So my love of baseball came on the rebound. As composed as such a love is of hurt and hope, it is nonetheless a powerful passion. From then on I worked out at baseball all year round. Anytime I could find anyone who would play pitch and catch or hit fly balls or get together enough people for batting practice, I did it. I threw balls at the cabstand wall so I could "practice" picking up grounders on the sidewalk in front. This was one more case where an extraordinary amount of practice was wasted. Throughout all my playing days the only place I was effective in picking up ground balls was in the outfield, never at shortstop.

Still, there was a fateful moment in this love on the rebound. John B. Perkins owned the furniture store next to the cabstand. With his retroactive permission I drew a strike zone on the alley-side wall of his building; measured off sixty feet, six inches to the other side of the back lot; scraped up enough gravel for a mound next to the Almand's cleaners; and started to pelt that wall with three rubber-coated baseballs I had bought for 49 cents each at the Western Auto Store. My Uncle Paul, who owned the local fish market and would later distinguish himself as the fire chief of the Brookhaven Fire Department, walked out back to watch me pitch.

"Boy, do you want to be a pitcher?" he asked.

"Worse than anything in the world," I answered.
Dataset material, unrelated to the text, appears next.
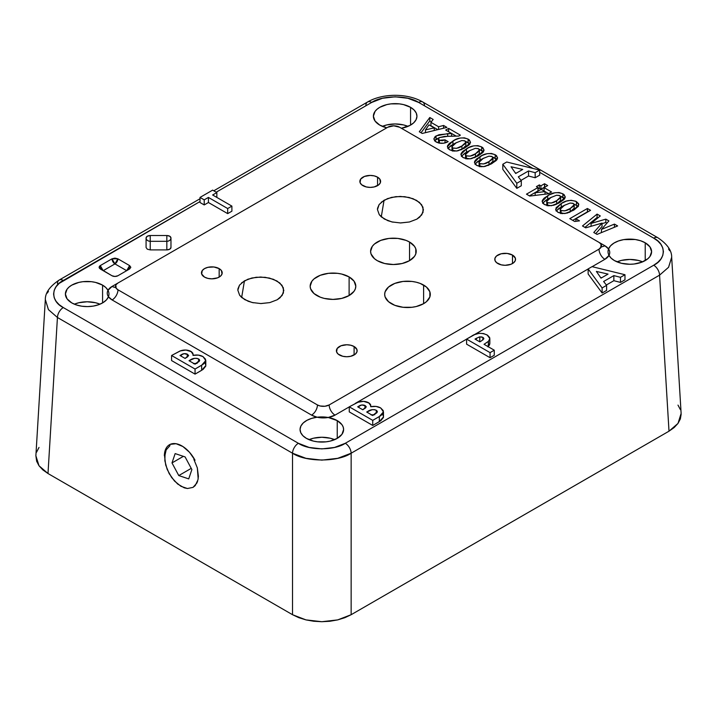 <?xml version="1.0" encoding="UTF-8"?>
<svg xmlns="http://www.w3.org/2000/svg" width="717" height="717" viewBox="0 0 717 717"><rect width="100%" height="100%" fill="white"/><g stroke="black" fill="none" stroke-linecap="round" stroke-linejoin="round"><path stroke-width="1.08" d="M423.613 285.052L423.613 303.676L426.454 301.678L429.859 296.937L429.859 291.792L426.454 287.042L420.162 283.412L416.218 282.193L411.934 281.44L403.035 281.44L394.807 283.412L388.515 287.042L385.11 291.792L384.671 294.364A22.819 13.175 180 0 1 398.751 282.193A22.819 13.175 180 0 1 423.613 285.052A22.819 13.175 180 0 1 430.299 294.364A22.819 13.175 180 0 1 416.218 306.535A22.819 13.175 180 0 1 391.348 303.676A22.819 13.175 180 0 1 384.671 294.364L385.11 296.937L388.515 301.678L394.807 305.317L403.035 307.279L411.934 307.279L416.218 306.535L423.613 303.676L423.613 285.052M253.406 302.798L248.199 301.274L241.808 297.591L239.648 295.287L237.838 290.197L237.936 288.817L239.514 285.124L244.443 280.84L241.656 297.465L244.443 280.84L251.864 277.999L260.647 277.022L269.458 278.071L276.959 280.983L281.996 285.312L283.815 290.403L282.131 295.476L277.21 299.76L269.789 302.601L260.585 303.569M393.033 222.189L387.816 220.666L381.426 216.982L379.275 214.679L377.456 209.588L377.563 208.208L379.141 204.515L384.061 200.231L381.283 216.848L384.061 200.231L391.482 197.39L400.265 196.413L409.084 197.462L416.577 200.375L421.614 204.703L423.433 209.794L421.748 214.867L416.828 219.151L409.407 221.992L400.211 222.96M100.004 304.187A21.779 12.574 0 0 0 74.353 304.187L78.843 302.726L87.178 301.776L95.513 302.726L100.004 304.187M102.576 285.133L102.576 302.915L102.576 285.133A21.779 12.574 180 0 1 107.998 290.331A16.59 9.581 180 0 1 112.112 286.406L117.947 283.036L112.112 286.406A8.299 4.786 -120 0 0 115.446 287.132A8.299 4.786 60 0 1 112.112 286.406L107.998 290.331A21.779 12.574 180 0 1 108.957 294.024A21.779 12.574 180 0 1 108.446 296.739A16.59 9.581 180 0 1 107.998 290.331L105.838 287.544L102.576 285.133A21.779 12.574 180 0 0 78.843 282.408A21.779 12.574 180 0 0 65.399 294.024L67.057 289.211L69.074 287.042L71.781 285.133L78.843 282.408L82.93 281.691L91.426 281.691L95.513 282.408L102.576 285.133M71.781 302.915A21.779 12.574 180 0 1 65.399 294.024L67.057 298.837L71.781 302.915A21.779 12.574 180 0 0 93.282 306.096A21.779 12.574 180 0 0 108.446 296.739L106.448 299.885L103.078 302.619L98.579 304.734L93.282 306.096L87.537 306.598L81.774 306.204L76.396 304.949L71.781 302.915M86.174 306.58A13.48 7.779 180 0 1 88.182 306.58L86.174 306.58M407.991 126.371A21.779 12.574 0 0 0 382.34 126.371L386.83 124.919L395.166 123.96L403.501 124.919L407.991 126.371M410.563 107.317L410.563 125.099L410.563 107.317A21.779 12.574 180 0 1 416.944 116.208A21.779 12.574 180 0 1 401.377 128.262L410.052 125.385L413.718 122.795L416.075 119.73L416.935 116.414L416.263 113.089L414.085 109.988L410.563 107.317A21.779 12.574 180 0 0 386.83 104.592A21.779 12.574 180 0 0 373.387 116.208L375.045 111.395L377.061 109.226L379.768 107.317L386.83 104.592L390.917 103.875L399.414 103.875L403.501 104.592L410.563 107.317M379.768 125.099A21.779 12.574 180 0 1 373.387 116.208L375.045 121.021L379.768 125.099A21.779 12.574 180 0 0 386.795 127.814L379.768 125.099M642.647 261.848A21.779 12.574 0 0 0 616.996 261.848L621.487 260.396L629.822 259.437L638.157 260.396L642.647 261.848M645.219 242.794L645.219 260.576L645.219 242.794A21.779 12.574 180 0 1 651.601 251.685A21.779 12.574 180 0 1 638.157 263.3A21.779 12.574 180 0 1 614.424 260.576A21.779 12.574 180 0 1 609.002 255.377A21.779 12.574 180 0 1 608.043 251.685A21.779 12.574 180 0 1 608.554 248.969A21.779 12.574 180 0 1 623.718 239.612A21.779 12.574 180 0 1 645.219 242.794L649.943 246.872L651.601 251.685L649.943 256.498L647.926 258.676L641.921 262.144L634.07 264.017L629.822 264.259L621.487 263.3L614.424 260.576L611.162 258.165L609.002 255.377A16.59 9.581 180 0 1 604.888 259.312L592.125 266.679L604.888 259.312A8.299 4.786 60 0 1 599.018 249.149A8.299 4.786 -120 0 0 604.888 259.312L609.002 255.377A16.59 9.581 180 0 0 608.554 248.969L610.552 245.823L613.922 243.099L618.421 240.975L623.718 239.612L635.226 239.505L640.604 240.76L645.219 242.794M628.818 264.25A13.48 7.779 180 0 1 630.826 264.25L628.818 264.25M334.66 439.664A21.779 12.574 0 0 0 309.009 439.664L313.499 438.204L321.834 437.253L330.17 438.204L334.66 439.664M337.232 420.61L337.232 438.392L337.232 420.61A21.779 12.574 180 0 1 343.613 429.501A21.779 12.574 180 0 1 330.17 441.116A21.779 12.574 180 0 1 306.437 438.392A21.779 12.574 180 0 1 300.056 429.501A21.779 12.574 180 0 1 317.129 417.222A21.779 12.574 180 0 1 328.225 417.482A21.779 12.574 180 0 1 337.232 420.61L341.955 424.688L343.192 427.045L343.613 429.501L341.955 434.314L337.232 438.392L330.17 441.116L326.083 441.833L317.586 441.833L313.499 441.116L306.437 438.392L302.915 435.73L300.737 432.62L300.065 429.295L300.925 425.979L303.282 422.913L306.948 420.323L311.68 418.378L317.129 417.222A16.59 9.581 180 0 1 311.572 415.107L112.112 299.948A8.299 4.786 120 0 0 117.982 289.793L317.434 404.944A8.299 4.786 -60 0 1 311.572 415.107A8.299 4.786 120 0 0 317.434 404.944A8.299 4.786 0 0 0 329.166 404.944A8.299 4.786 -120 0 0 335.036 415.107A16.59 9.581 180 0 1 328.225 417.482A16.59 9.581 180 0 1 317.129 417.222L311.572 415.107L112.112 299.948A16.59 9.581 180 0 1 108.446 296.739L112.112 299.948A8.299 4.786 -60 0 0 117.982 289.793L116.181 288.234L115.545 286.406A8.299 4.786 0 0 0 117.982 289.793L317.434 404.944L320.123 405.983L324.918 406.252L329.166 404.944L599.018 249.149A8.299 4.786 0 0 0 601.455 245.761A8.299 4.786 0 0 0 599.018 242.373L399.566 127.214A8.299 4.786 0 0 0 387.834 127.214L117.982 283.018A8.299 4.786 0 0 0 115.545 286.406L116.181 284.568L117.982 283.018L387.834 127.214L393.696 125.816L399.566 127.214L599.018 242.373L600.819 243.923L601.294 246.693L599.018 249.149L329.166 404.944A8.299 4.786 60 0 0 335.036 415.107L328.225 417.482L337.232 420.61M320.831 442.057A13.48 7.779 180 0 1 322.838 442.057L320.831 442.057M150.229 249.892L147.299 249.184L146.08 247.499L146.08 237.919A4.15 3.388 180 0 0 150.229 241.306L150.229 249.892L147.299 249.184L146.08 247.499L146.08 237.919C146.331 236.458 147.711 235.66 150.229 235.517L150.229 249.892L166.828 249.892L166.828 241.306L150.229 241.306C147.711 241.1 146.331 239.971 146.08 237.919L147.299 236.225L150.229 235.517L166.828 235.517C169.346 235.66 170.727 236.458 170.969 237.919C170.727 239.971 169.346 241.1 166.828 241.306L166.828 235.517L166.828 241.306A4.15 3.388 180 0 0 170.969 237.919L170.969 247.499A4.15 2.393 180 0 1 166.828 249.892L166.828 241.306L150.229 241.306L150.229 235.517L166.828 235.517L169.759 236.225L170.969 237.919L170.969 247.499L169.759 249.184L166.828 249.892L150.229 249.892M170.01 445.589L166.156 449.909L170.01 445.589M197.596 481.206L196.87 483.061L193.025 487.381L187.424 488.519L180.926 486.296L174.518 481.062L169.176 473.614L165.708 465.073L164.65 456.747L166.156 449.909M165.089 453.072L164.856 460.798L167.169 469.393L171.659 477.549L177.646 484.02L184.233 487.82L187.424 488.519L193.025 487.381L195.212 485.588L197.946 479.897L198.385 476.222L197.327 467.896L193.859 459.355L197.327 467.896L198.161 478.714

"Well, there ain't but two things you gotta do. You gotta want to bad enough, and you gotta work hard enough."

"Is that true, Uncle Paul, is that really true?" I asked desperately because I never knew anyone-ANYONE-who wanted to play big-league ball as badly as I did, and in all the years I played in public school and college and semi-pro leagues, I never knew anyone who practiced more or harder or longer than I did.

"Shore it's true. You can do anything you want to if you work hard enough and want to bad enough. Hell, look at Babe Ruth. If he could do it, you can."

This assurance from my Uncle Paul helped at the time. But later as I thought about it, I knew that Babe Ruth was one of the most naturally gifted baseball players of all time. He was a great pitcher and held longtime records for his World Series feats on the mound, and, of course, his power hitting was epoch making. All of this Ruth did while engaging in mammoth debauchery and legendary night revelry with an inexhaustible capacity for food, drink, and sex. No amount of practice on my part could have matched Ruth in any of those categories, much less his enormous success in baseball while living out the seemingly contradictory combination of such things. Much later, my Uncle Paul put a shotgun to his chest in further contradiction to such assurances.

That day with my Uncle Paul seems unusually important. Surely the culture put the winner ethic in me before that. I must have known by then that trying harder and working longer were key to making it to the top. Yet, I strangely remember a shift after that, which I certainly don't blame on my Uncle Paul, but from then on baseball was something I no longer only played. It took on a reality consumed with becoming the best, with making it to the top, and, even worse, I came to have some persistent feeling that when I failed, it was my fault. No, it was worse than that. I had the sense that baseball became the arena in which I determined my worth as a human being. Worse even than that, in that social world it became the place where you prove you have balls. My failures, which were inevitable, then became testimonies to my own inadequacies and my lack of courage or the ability to deliver in the clutch, or to "get up" for the big game.